Pero hemos llegado al colmo del descrédito de esta función, al punto de que uno de sus integrantes -hace pocos días, en Ecuavisa-, dijo que “cuando va a la Asamblea no sabe si está entrando al Parlamento o a la Penitenciaría”. Si no lo hubiera visto y  escuchado directamente, esta suerte de metáfora, con dosis de sorna e ironía, pasaría como broma, de aquellas que el pueblo suele hacer cuando quiere referirse -de manera peyorativa- a la clase política, siempre desprestigiada. Mas, dicho por uno de sus miembros, resulta alarmante y preocupante, generando una especie de vergüenza ajena.  

¿Que nos pasó a los ecuatorianos? ¿Por qué elegimos gente que no sabe desempeñar su función o dignidad con ética y honradez? ¿Dónde quedó el ejemplo de nuestros mayores? ¿Por qué hemos permitido tanto atraco a los fondos públicos? Son preguntas que nos hacemos cada día, pero que no hacemos nada, o articulamos soluciones, para corregir semejante lacerante realidad.

Es indignante observar como aparecen, con preocupante recurrencia, los escándalos de corrupción en los que están comprometidos los sagrados recursos y bienes públicos; sin embargo, éstos se diluyen, se olvidan o pasan a segundo plano, al asomar otro que los tapa, oculta y así sucesivamente. La señora Fiscal, persona que goza de todo nuestro respeto y admiración, por su coraje y entereza en el cumplimiento del deber, hace sus mayores esfuerzos para perseguir los delitos y a los delincuentes, con los limitados recursos de que dispone, a pesar de las presiones internas y externas que su accionar despierta.

El asambleísta “no sabe si está entrando al Parlamento o a la Penitenciaría”. Increíble escuchar semejante declaración que ya debe haber circulado profusamente y seguro es parte de la jerga, como caso digno de “Ripley”. Lo cierto es que la corrupción y la impunidad causan una suerte de desesperanza, depresión y ansiedad en la sociedad. 

No botemos la toalla, ni abandonemos el barco. Tenemos la obligación cívica de seguir luchando para que en las venideras elecciones escojamos a gente decente, digna, recta, respetable, con valores y por supuesto preparada. Procuremos  que  la política sea un verdadero apostolado al servicio a la colectividad y no permitamos que improvisados y  descalificados lleguen a manejar la cosa pública. 

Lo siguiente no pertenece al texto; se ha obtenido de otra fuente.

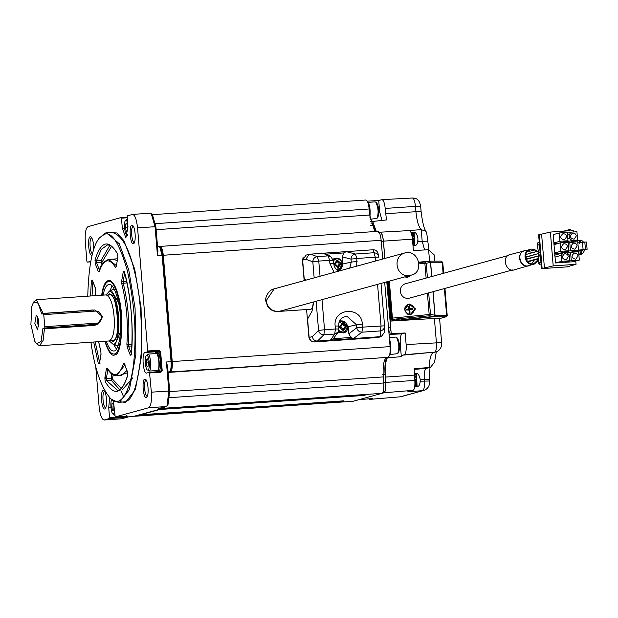 <?xml version="1.0" encoding="UTF-8"?>
<svg xmlns="http://www.w3.org/2000/svg" width="618" height="618" viewBox="0 0 618 618"><rect width="100%" height="100%" fill="white"/><g stroke="black" fill="none" stroke-linecap="round" stroke-linejoin="round"><path stroke-width="0.93" d="M381.97 220.332L379.676 211.928L378.718 200.526L367.285 201.159M378.718 200.526L382.009 199.645L412.283 198.023C413.797 198.185 414.863 200.974 415.474 206.373L385.207 208.428L386.466 219.946L370.599 221.684M381.854 199.668C383.446 199.846 384.566 202.766 385.207 208.428M376.254 231.426L372.584 221.136M406.35 230.746L421.213 229.626L422.179 241.113L424.589 249.95M439.282 318.185L390.159 321.113L433.921 316.733L435.057 315.404L433.071 291.781M446.018 316.81L439.599 318.594L446.018 316.81L433.921 316.733M382.117 393.287L384.01 392.77C385.532 391.719 386.134 388.259 385.81 382.387L414.825 380.418L414.122 368.807L430.507 367.339L434.547 362.256L436.269 351.897M426.706 233.04L425.941 231.256L421.213 229.626C418.61 226.852 416.841 220.873 415.922 211.688L385.655 213.743M434.778 261.151L434.253 254.933L428.606 249.734L413.403 250.545L412.453 239.166L383.438 241.136C382.781 235.35 381.646 232.368 380.016 232.19L378.579 232.584M431.789 276.516L430.591 262.248L429.255 261.159L441.152 261.151L429.255 261.159L418.795 262.179M388.915 332.669L389.695 332.368L390.599 327.177L386.791 281.831M384.829 258.448L383.392 241.391C382.743 235.605 381.6 232.623 379.97 232.445L379.267 232.476M375.466 231.48L373.125 225.292L371.758 223.083L370.916 223.137L371.758 223.083M412.453 239.166C411.827 233.635 410.731 230.784 409.178 230.607L380.016 232.19M384.89 258.432L383.438 241.136M390.808 320.935L387.509 281.638M389.054 334.261L391.209 333.674L390.159 321.113M168.142 372.762L170.429 371.966L386.652 357.443C383.793 359.413 382.666 365.902 383.276 376.918L383.786 382.959C384.102 388.83 383.508 392.291 381.978 393.342L353.094 401.267L134.786 416.13M388.289 356.995C389.811 355.945 390.414 352.484 390.089 346.613L384.697 282.411M382.735 259.019L381.159 240.286C380.503 234.508 379.359 231.526 377.737 231.341L159.297 246.466M155.527 223.654L369.17 208.969L369.68 215.01L374.794 231.526M369.17 208.969C368.513 203.191 367.378 200.209 365.748 200.023L152.298 214.678M385.81 382.387L385.362 377.073C384.759 368.305 385.408 361.924 387.293 357.922L401.321 356.64L400.279 344.211C399.954 338.332 400.549 334.871 402.079 333.828L405.161 332.978L391.209 333.674M405.161 332.978L406.134 344.574C406.451 350.329 405.864 353.72 404.365 354.74L402.928 355.141L401.321 356.64M434.354 318.115L436.401 342.519C436.702 348.004 436.138 351.24 434.717 352.214L433.28 352.608C430.846 353.813 429.525 358.795 429.309 367.548L426.188 368.405C424.558 369.525 423.917 373.218 424.265 379.483L424.388 380.927C424.69 386.412 424.126 389.641 422.704 390.622L407.478 391.889L413.102 390.344L384.01 392.77M429.935 367.471L429.587 380.866C429.896 385.671 428.004 388.853 423.933 390.406L400.101 396.841L369.618 399.39L372.886 398.502L358.996 399.645M369.618 399.39L368.66 398.849M389.394 355.589C391.379 351.009 391.387 345.346 389.417 338.61M369.912 217.289C370.561 209.448 369.734 204.149 367.416 201.398M382.557 392.924L383.925 392.546C385.447 391.495 386.049 388.034 385.725 382.163L385.076 374.431C384.597 367.857 384.975 362.681 386.219 358.911L386.52 357.49M410.839 232.059C412.129 233.032 412.894 235.806 413.125 240.379L412.87 244.156M387.293 357.922L387.239 357.281M414.825 380.418C415.134 386.034 414.554 389.348 413.102 390.344M341.615 401.306L340.039 401.739M340.394 401.893L160.278 414.269L340.487 401.615M340.842 401.77L160.726 414.145L340.943 401.491M341.291 401.646L161.182 414.021L341.391 401.368M343.423 400.812L341.839 401.244M138.409 415.126L342.295 401.121M342.642 401.275L162.534 413.643L342.743 400.997M343.098 401.152L162.982 413.519L343.191 400.873M365.377 394.778L364.697 394.964M365.053 395.111L184.936 407.486L365.153 394.84M366.729 394.408L366.049 394.593M366.404 394.74L186.288 407.115L366.505 394.469M414.361 374.925L415.412 381.414L414.701 386.744M395.736 337.111L396.547 337.389C399.135 343.121 399.506 348.544 397.668 353.65L390.082 354.523M375.026 201.885L375.837 202.171C378.425 207.903 378.795 213.318 376.949 218.424L370.174 219.243M412.963 245.238L414.392 239.452L412.762 239.56M412.986 238.224L413.604 238.185L413.728 239.637M412.639 238.115L413.604 238.185M411.758 233.156L412.291 233.117L414.269 238M396.547 337.389L397.621 338.409C399.823 342.975 400.147 347.671 398.587 352.499L398.556 352.538M375.837 202.171L376.91 203.183C379.112 207.748 379.437 212.445 377.876 217.273L377.845 217.32M411.658 232.955L412.252 232.507C414.585 231.356 415.45 246.698 413.164 245.833L413.009 245.825M414.879 386.296L415.412 386.258L416.679 380.479L415.041 380.595M415.273 379.259L415.891 379.213L416.014 380.665M414.925 379.143L415.891 379.213M414.307 374.168L416.555 379.035M414.269 373.635L414.539 373.542C416.864 372.384 417.737 387.733 415.45 386.868L414.802 386.513M417.876 238.285L417.953 240.796M417.165 235.396L417.907 238.177M417.783 240.433L417.93 240.827M420.163 379.321L420.24 381.824C419.043 387.702 418.185 385.578 416.246 386.814L417.073 385.926L416.47 374.647L415.335 373.488L414.539 373.542M419.452 376.424L420.194 379.213C419.166 374.608 417.544 372.7 415.335 373.488M420.07 381.468L420.217 381.862M391.009 319.491L392.306 320.549L392.801 319.344L391.518 318.247L391.009 319.491L387.826 281.545M397.822 320.008L395.96 319.058L397.76 319.282L397.822 320.008L392.306 320.549M397.76 319.282L401.314 318.934M432.955 291.812L434.917 315.211L433.821 316.501L402.511 319.552L400.649 318.602L395.96 319.058M418.834 262.418L429.193 261.406L430.491 262.465L431.673 276.547M311.41 341.252L308.946 337.606L306.59 309.541M304.164 280.626L302.457 260.278L303.152 257.49M313.287 302.04C312.94 306.698 312.136 309.1 310.869 309.247L277.806 311.495M434.917 315.211L430.491 314.446L429.549 315.767L429.178 314.531L392.43 318.108L392.801 319.344L429.549 315.767L433.821 316.501M427.409 277.721L426.188 263.229L430.491 262.465M429.193 261.406L418.88 262.743M426.188 263.229L425.045 262.148L424.875 263.314L426.188 263.229M302.642 260.132L305.794 259.266L309.278 254.23L306.018 255.126L302.642 260.132L304.187 278.548L305.91 280.147M313.712 301.924L312.067 311.078L307.586 319.042L309.139 337.459C309.68 340.348 311.364 341.854 314.199 341.97L377.992 337.498L381.275 336.594L384.666 332.09L384.589 326.165M281.043 310.908L278.015 311.503C273.751 311.657 270.344 310.035 267.787 306.628L265.732 300.951C264.805 301.19 266.528 290.36 274.168 288.869L266.157 300.757C267.439 307.625 271.456 311.202 278.193 311.472M428.691 292.986L430.491 314.446L429.178 314.531L427.393 293.341M309.278 254.23L373.125 249.757C375.96 249.842 377.629 251.302 378.131 254.122M314.199 341.97L317.467 341.074L381.275 336.594M316.122 301.26L318.571 330.429C319.251 333.287 321.012 334.747 323.855 334.801L317.467 341.074C314.624 340.958 312.901 339.467 312.291 336.586L309.139 337.459M406.914 252.592C419.213 250.985 424.133 272.924 410.955 275.188C396.563 279.313 391.364 256.833 404.821 252.947L406.914 252.592M508.459 255.443L406.296 283.531C396.872 285.315 399.282 299.877 409.147 298.216L512.446 269.958M404.659 309.881L407.44 314.129L404.674 309.888C404.635 306.968 405.98 305.083 408.691 304.21L409.765 304.002L415.497 308.923L410.684 314.879L407.44 314.129L410.252 314.678L414.941 308.884L409.363 304.095L408.691 304.21L404.674 309.865M411.441 275.041L407.532 277.42L404.736 276.903M305.794 259.266L312.808 261.769C313.002 258.842 314.492 257.127 317.297 256.632L310.166 254.075M314.16 277.876L312.808 261.769L318.772 261.09L317.297 256.632L328.15 255.883L323.175 253.21L326.296 254.137L343.824 252.932L342.372 256.872L342.967 263.971L339.104 271.016M375.597 260.989L375.281 257.212L356.841 258.478L355.365 254.013L373.797 252.747C376.632 252.916 378.309 254.384 378.811 257.165L378.031 253.465M377.559 284.373L381.043 325.864L380.364 330.924L361.932 332.19C359.182 332.028 357.467 330.56 356.771 327.779L362.611 327.131L361.932 332.19L353.504 338.548L330.476 340.132L334.717 334.06L323.855 334.801L324.535 329.749L335.396 329L334.717 334.06L338.069 332.144L338.934 328.954L335.396 329L335.149 326.026C332.87 307.888 361.576 305.91 362.357 324.156L362.611 327.131L384.574 325.825C384.535 328.598 383.137 330.298 380.364 330.924L380.433 336.748M325.817 253.844L330.622 256.424L328.15 255.883L329.633 260.348L333.087 260.356M323.175 253.21L346.204 251.626L343.824 252.932M346.204 251.626L355.365 254.013C352.677 254.523 351.225 256.231 351.009 259.12L356.841 258.478L356.717 266.173M373.125 249.757L375.281 257.212L378.811 257.165L378.71 256.509M340.194 319.954L348.228 326.675L348.83 333.774L350.924 337.474L333.396 338.679L338.069 332.144M353.504 338.548L350.924 337.474M330.476 340.132L333.396 338.679M526.791 250.275L510.553 254.485C500.603 256.03 506.212 273.28 514.74 269.703L530.847 265.022M335.466 258.347L338.587 259.035M341.762 263.67L341.669 265.864M333.002 259.382L336.115 258.169C342.588 257.32 345.176 268.869 338.239 270.066L337.32 270.313M332.932 259.158L335.018 258.355M340.742 321.175L343.863 321.862M343.508 332.893L338.031 332.206M339.398 321.437L341.391 320.997C347.864 320.147 350.452 331.696 343.515 332.893L338.324 331.75M524.929 250.529C515.366 252.654 519.815 268.815 529.108 265.755M409.471 306.165L408.73 306.234L408.591 308.992L406.289 309.247L406.358 310.004L408.892 309.958L409.255 312.499L409.997 312.43L409.834 309.633L412.43 309.417L412.368 308.652L409.533 308.668L409.471 306.165M338.239 270.066L337.227 270.244M339.359 321.53L340.286 321.182M537.382 251.348L534.555 249.51L531.704 249.085L524.991 250.769C515.342 252.26 520.781 268.984 529.047 265.516L534.276 264.079L538.711 260.502M412.368 308.652L410.089 308.961L410.151 309.726L409.41 309.796L409.773 308.876M408.591 308.992L409.348 309.039L408.73 306.234M409.255 312.499L409.348 309.039L406.289 309.247M408.892 309.958L409.804 309.386L410.151 309.726M333.195 260.626L336.694 258.795C339.784 258.927 341.63 260.564 342.217 263.724L339.954 268.536L336.516 269.657M333.141 260.054L336.694 258.795M339.05 322.395L341.97 321.623C345.06 321.754 346.907 323.392 347.494 326.551L345.23 331.364L342.851 332.167L338.803 330.553M346.59 326.513L343.191 330.63L339.143 327.03L342.542 322.913L346.59 326.513L347.494 326.551L345.23 331.364L342.357 332.476L338.587 331.202M530.221 249.332C520.951 251.387 525.261 267.053 534.276 264.087M409.773 309.008L409.348 309.039L409.834 309.765M538.664 259.112L534.114 263.5C526.497 266.69 521.499 251.294 530.375 249.919L536.725 251.526M410.174 309.348L409.433 309.425M337.915 267.803L333.867 264.203L337.266 260.085L341.314 263.685L337.915 267.803L337.907 267.069L337.204 267.123L337.15 265.779L336.014 264.759L334.67 264.867L334.547 263.415L335.759 263.345M532.152 252.785L528.212 250.978M531.712 263.693L534.168 260.124M335.891 263.314L336.849 262.148L336.671 260.842L337.374 260.788L338.069 260.742L338.247 262.055L339.382 263.067L340.603 262.998L340.727 264.45L338.788 264.697L338.031 265.825L338.139 267.154M339.506 264.519L338.548 265.678L338.602 267.022L337.907 267.069M341.167 326.142L342.125 324.975L341.947 323.67L342.65 323.616L343.345 323.569L343.523 324.883L344.659 325.895L345.879 325.825L346.003 327.277L344.782 327.347L343.824 328.506L343.871 329.85L342.48 329.95L342.426 328.606L341.291 327.586L339.946 327.694L339.823 326.242L341.036 326.173M344.782 327.347L343.307 328.652L343.415 329.981M525.462 256.416L526.621 256.771L537.992 253.65L525.516 257.428M525.895 259.035L539.9 255.597L538.548 255.056L537.992 253.898L538.857 252.662L540.109 252.314M526.204 254.446L525.74 254.585M528.359 261.244L529.356 261.445L538.657 258.888M526.613 259.274L526.065 259.467M334.091 263.538L335.566 263.423M336.215 260.966L338.069 260.742M337.613 260.866L337.729 262.194L338.865 263.214L340.603 262.998M340.147 263.129L340.271 264.574M339.367 326.366L340.842 326.25M341.491 323.793L343.345 323.569M342.89 323.693L342.998 325.029L344.141 326.041L345.879 325.825M345.423 325.956L345.547 327.401M540.364 255.358L539.9 255.597M538.533 252.801L537.15 243.847L537.93 242.681L539.267 242.31M541.152 264.736L539.939 265.022L538.834 263.932L538.587 256.995L539.537 255.697L540.395 255.798M540.31 254.732L539.282 254.987L537.992 253.898M537.15 243.847L538.533 244.96L539.468 244.728M538.834 263.901L539.784 262.642L540.943 262.318M569.587 266.103L568.969 266.752L541.476 268.637L538.633 234.809L550.375 232.059L553.21 265.894L576.046 264.326L575.775 261.059M575.01 251.997L574.933 251.055M576.046 264.326L567.293 266.729L569.626 266.567M573.334 231.989L573.21 230.491L570.877 230.653L570.777 229.448L569.611 229.525L569.711 230.73L550.375 232.059M541.476 268.637L542.133 268.459L539.29 234.631M553.21 265.894L542.133 268.459M563.716 231.147L569.611 229.525M574.176 241.993L574.091 241.051M571.596 242.171L571.565 241.746L568.769 242.565M553.875 242.967L553.18 234.631L559.251 232.955L559.954 241.29L553.875 242.967L554.014 244.635L560.093 242.959L560.796 251.302L554.717 252.971L554.014 244.635M554.717 252.971L555.057 257.049L561.136 255.381L561.631 261.306L569.672 260.75L563.593 262.418L555.559 262.974L555.057 257.049M563.593 262.418L571.279 260.641L579.321 260.085L578.618 251.75L570.576 252.306L567.339 253.195M579.321 260.085L573.241 261.754L565.207 262.31M572.438 252.175L572.399 251.75L569.611 252.569M576.177 251.92L576.123 251.287L580.086 251.016L580.333 253.913L578.811 254.021M576.123 251.287L574.949 251.271M578.834 254.33L579.352 254.183L578.827 254.222M578.896 255.025L582.658 253.759L580.333 253.913L582.45 250.12L587.1 249.324L586.49 242.071L584.813 242.055L585.424 249.301L587.1 249.324M575.234 240.657L581.523 240.224L583.562 242.14M544.458 268.297L541.615 234.469M571.565 241.746L577.637 240.078L576.934 231.742L571.233 232.136L567.355 233.202M553.929 243.538L559.12 243.183L567.988 240.742L567.293 232.407L559.251 232.955M555.559 262.974L561.631 261.306M572.399 251.75L578.479 250.081L577.776 241.746L568.158 242.735M578.695 250.375L582.45 250.12M582.658 253.759L584.783 249.958M579.437 243.283L579.197 240.387L581.839 242.866M577.637 240.078L571.928 240.472L563.801 242.704M568.761 242.519L568.143 242.565M560.093 242.959L568.135 242.41L568.83 250.746L559.954 253.187L554.763 253.542M569.603 252.523L566.799 252.716M562.519 253.009L570.437 250.638L578.479 250.081M562.357 242.295L562.898 242.766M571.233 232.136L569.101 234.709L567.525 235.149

Hay que reconocer que en la actual asamblea nacional existen personas de honor, respetables, honradas y de excepción, que no hacen sino confirmar la regla. No es preciso dar nombres, pero son fácilmente identificables, a quienes el país sabrá reconocerles.

La Constitución del 2008 -ese engendro del llamado socialismo del siglo XXI-, consagró un régimen hiperpresidencialista que facilitó el abuso, el despilfarro, el bullicio demagógico, atentando al necesario equilibrio del poder; este reglamento de carta política debe ser cambiado de acuerdo con los procedimientos que el mismo sistema democrático franquea. Mientras tanto, exijamos a los candidatos a la primera magistratura que, al tiempo de entregar su plan de gobierno, den a conocer: 

(i) la nómina y montos de los aportantes a su campaña, (ii) quienes serán los ministros y máximos funcionarios de su gabinete que le acompañarán en su gobierno, (iii) su posición frente a la constitución de la comisión anticorrupción autónoma e independiente del poder constituido, (iv) su compromiso de luchar por la recuperación de los dineros públicos fruto de los negociados y la corrupción; y, (v) el respaldo a la aplicación de la ley  orgánica de extinción del dominio en los casos de corrupción, propuesto por la Fiscalía.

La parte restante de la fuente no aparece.